Johnny Quinn

No. 17
- Position: Wide receiver

Personal information
- Born: November 6, 1983 (age 42) Harrisburg, Pennsylvania, U.S.
- Listed height: 6 ft 0 in (1.83 m)
- Listed weight: 220 lb (100 kg)

Career information
- High school: McKinney (TX)
- College: North Texas
- NFL draft: 2007: undrafted

Career history
- Buffalo Bills (2007)*; Green Bay Packers (2008)*; Saskatchewan Roughriders (2009);
- * Offseason and/or practice squad member only

Awards and highlights
- 2× First-team All-Sun Belt (2004, 2006); Second-team All-Sun Belt (2005); 2014 U.S. Olympian, Sochi, Russia;
- Stats at CFL.ca (archive)

= Johnny Quinn =

American bobsledder and football player

Johnny Quinn (born November 6, 1983) is an American bobsledder and former gridiron football player. He is a member of the U.S. National Bobsled Team and competed in the 2014 Winter Olympics. Quinn is a former wide receiver for the Saskatchewan Roughriders of the Canadian Football League (CFL). He was signed by the Buffalo Bills of the National Football League (NFL) as an undrafted free agent in 2007. He was also a member of the NFL's Green Bay Packers in 2008. Quinn was a two-sport athlete at the University of North Texas, where he lettered in football and track and graduated with a degree in criminal justice.

==High school==
Quinn attended McKinney High School in McKinney, Texas and was a student and a standout in football and track. In football, as a senior, he led the state of Texas in receptions (80), finished second in receiving touchdowns (15), and third in receiving yards (1,106). He was a Class 5A first-team All-District selection, a Class 5A second-team All-Metroplex selection, and was a Class 5A first-team All-State selection. In track, he was a three-year letterman and regional qualifier in the triple jump and 200 meter dash.

Quinn played in the Oil Bowl (Texas vs. Oklahoma) and scored a touchdown. Texas won 28–7. Quinn also played in the Coca-Cola All-Star (DFW) and scored the game-tying touchdown. East tied the West 14–14.

Quinn graduated from McKinney High School in 2002.

==College career==
Quinn had one Division-I football scholarship offer coming out of high school to the University of North Texas. At North Texas, Quinn was part of three football Sun Belt Conference championships (2002, 2003, 2004), played in three bowl games (2002, 2003, 2004), was a two-year team captain (2005, 2006) and finished as the school's all-time leading receiver in receptions (187) and receiving yards (2,718).

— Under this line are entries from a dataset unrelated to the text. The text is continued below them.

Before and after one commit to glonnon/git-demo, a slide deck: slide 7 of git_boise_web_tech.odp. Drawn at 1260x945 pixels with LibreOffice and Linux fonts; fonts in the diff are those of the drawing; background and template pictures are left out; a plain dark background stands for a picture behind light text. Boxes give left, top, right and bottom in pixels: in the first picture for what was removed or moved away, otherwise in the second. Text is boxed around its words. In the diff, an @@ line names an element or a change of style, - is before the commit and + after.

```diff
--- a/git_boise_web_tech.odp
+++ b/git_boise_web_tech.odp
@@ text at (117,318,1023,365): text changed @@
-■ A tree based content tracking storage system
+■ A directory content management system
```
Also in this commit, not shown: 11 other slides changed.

Quinn walked on to the track and field team and anchored the 4x100 relay to the third-fastest time in school history (39.92) and a trip to the NCAA Regional Track & Field Championship in Austin, Texas. He was a three time first-team All Sun Belt Conference wide receiver (2004, 2005, 2006) and a first-team All Sun Belt Conference punt returner (2004). Quinn was nominated to the pre-season Bilentnikoff Watch List (2006) and finished third in the country for consecutive games with a reception (47). He was invited to play in the 2007 North-South Classic All-Star game in Houston, Texas.

Quinn set numerous weight room marks at North Texas. He bench pressed 450 pounds, inclined pressed 405 pounds and power cleaned 380 pounds. He also set the fastest 40 yard dash for a wide receiver at 4.42 seconds. Quinn's track & field personal bests in the 100 meter dash and 200 meter dash were 10.62 seconds and 21.80 seconds, respectively.

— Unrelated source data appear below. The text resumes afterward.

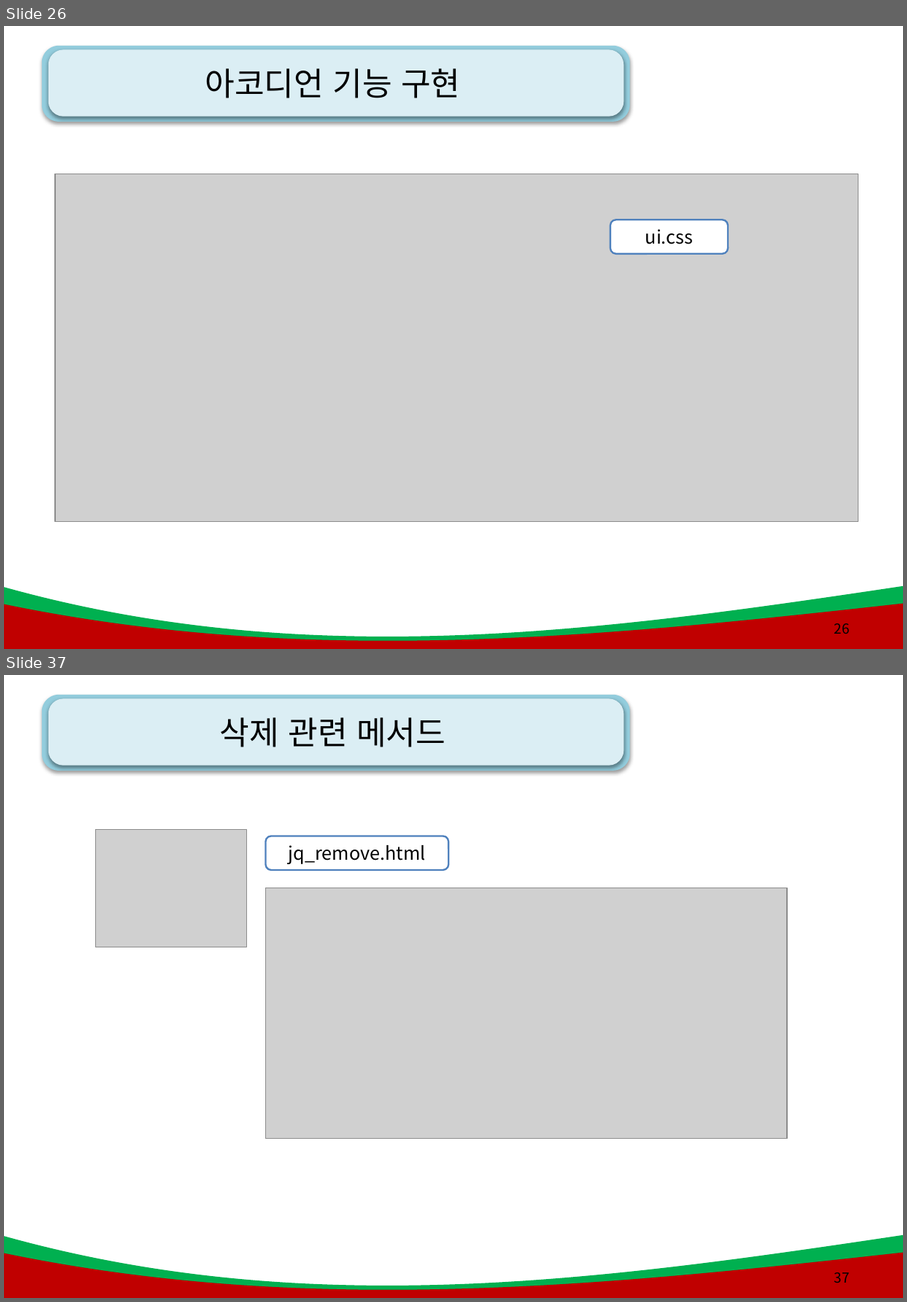
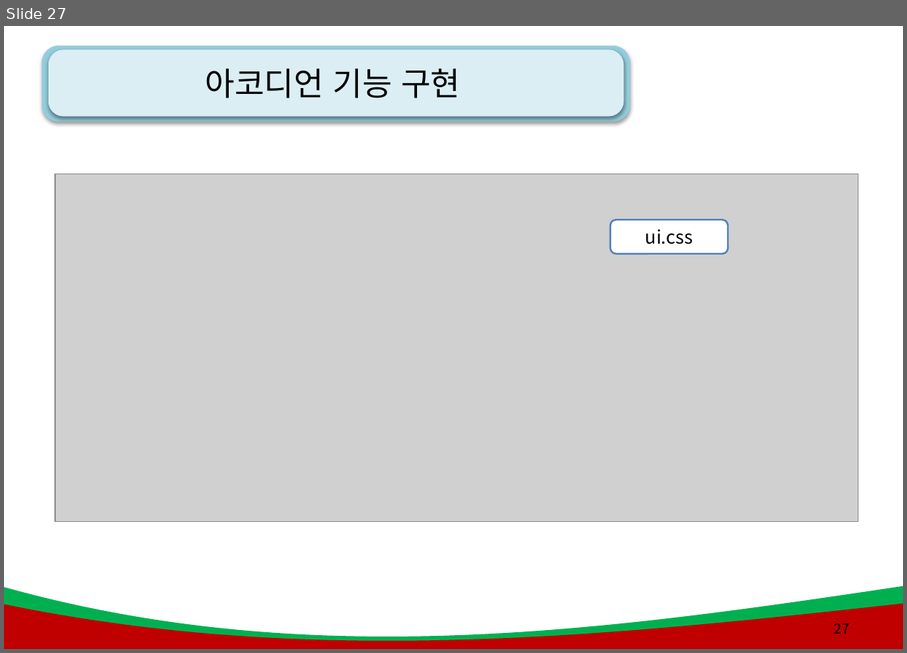
Before and after one commit to kiyongee2/green_project_web, a slide deck: js_ppt/9강. JQuery .pptx. Shown one above the other, each under a label of ours: slides 26 and 37 before the commit, slide 27 after it; the slides between them are not shown. The pictures are 907x1302 and 907x653 pixels, drawn with LibreOffice and Linux fonts; fonts in the diff are those of the drawing; grey boxes stand for pictures; background and template pictures are left out. Boxes give left, top, right and bottom in pixels: in the first picture for what was removed or moved away, otherwise in the second. Text is boxed around its words. In the diff, an @@ line names an element or a change of style, - is before the commit and + after.

```diff
--- a/js_ppt/9강. JQuery .pptx
+++ b/js_ppt/9강. JQuery .pptx
@@ slide 37 removed at (x1=4, y1=675, x2=903, y2=1298), background #FFFFFF; not listed: 4 template elements that a slide beside it also shows @@
@@ title removed at (x1=220, y1=717, x2=446, y2=747) @@
-삭제 관련 메서드
@@ picture removed at (x1=95, y1=830, x2=246, y2=947) @@
@@ rounded rectangle removed at (x1=265, y1=836, x2=449, y2=870) @@
-jq_remove.html
@@ picture removed at (x1=265, y1=887, x2=787, y2=1139) @@
@@ page number removed at (x1=835, y1=1272, x2=850, y2=1282) @@
-37
@@ what was slide 26 is now slide 27 @@
@@ page number at (x1=835, y1=623, x2=850, y2=633): text changed @@
-26
+27
```
Also in this commit, not shown: 1 slide changed, 35 other slides removed, 14 other files.

Quinn graduated from the University of North Texas in 2006 with a degree in Criminal Justice.

In 2011, Johnny Quinn was inducted into the North Texas Hall of Fame as a first ballot candidate.

In 2013, Johnny Quinn was selected as one of two receivers to the UNT All-Century Team.

==Professional career==

===Saskatchewan Roughriders===
Quinn was signed by the Saskatchewan Roughriders of the Canadian Football League on January 12, 2009.

Quinn was released from Roughriders on May 27, 2010 after sustaining an ACL injury.

===U.S. National Bobsled Team===
In 2010, Quinn was signed to the USA national bobsled team after his training video made its way to the team. Quinn had sent a film showcasing his speed and acceleration from the Michael Johnson Performance Center to Olympic bobsled athlete Chuck Berkeley, who passed it along to driver Cory Butner. Quinn's first time in a bobsled was at team trials in Lake Placid, NY during the 2010–2011 season, where the team finished third. He has competed in the America's Cup and World Championship sliding events.

In 2014, Quinn was named to the US Olympic bobsled team for the 2014 Winter Olympics in Sochi, Russia.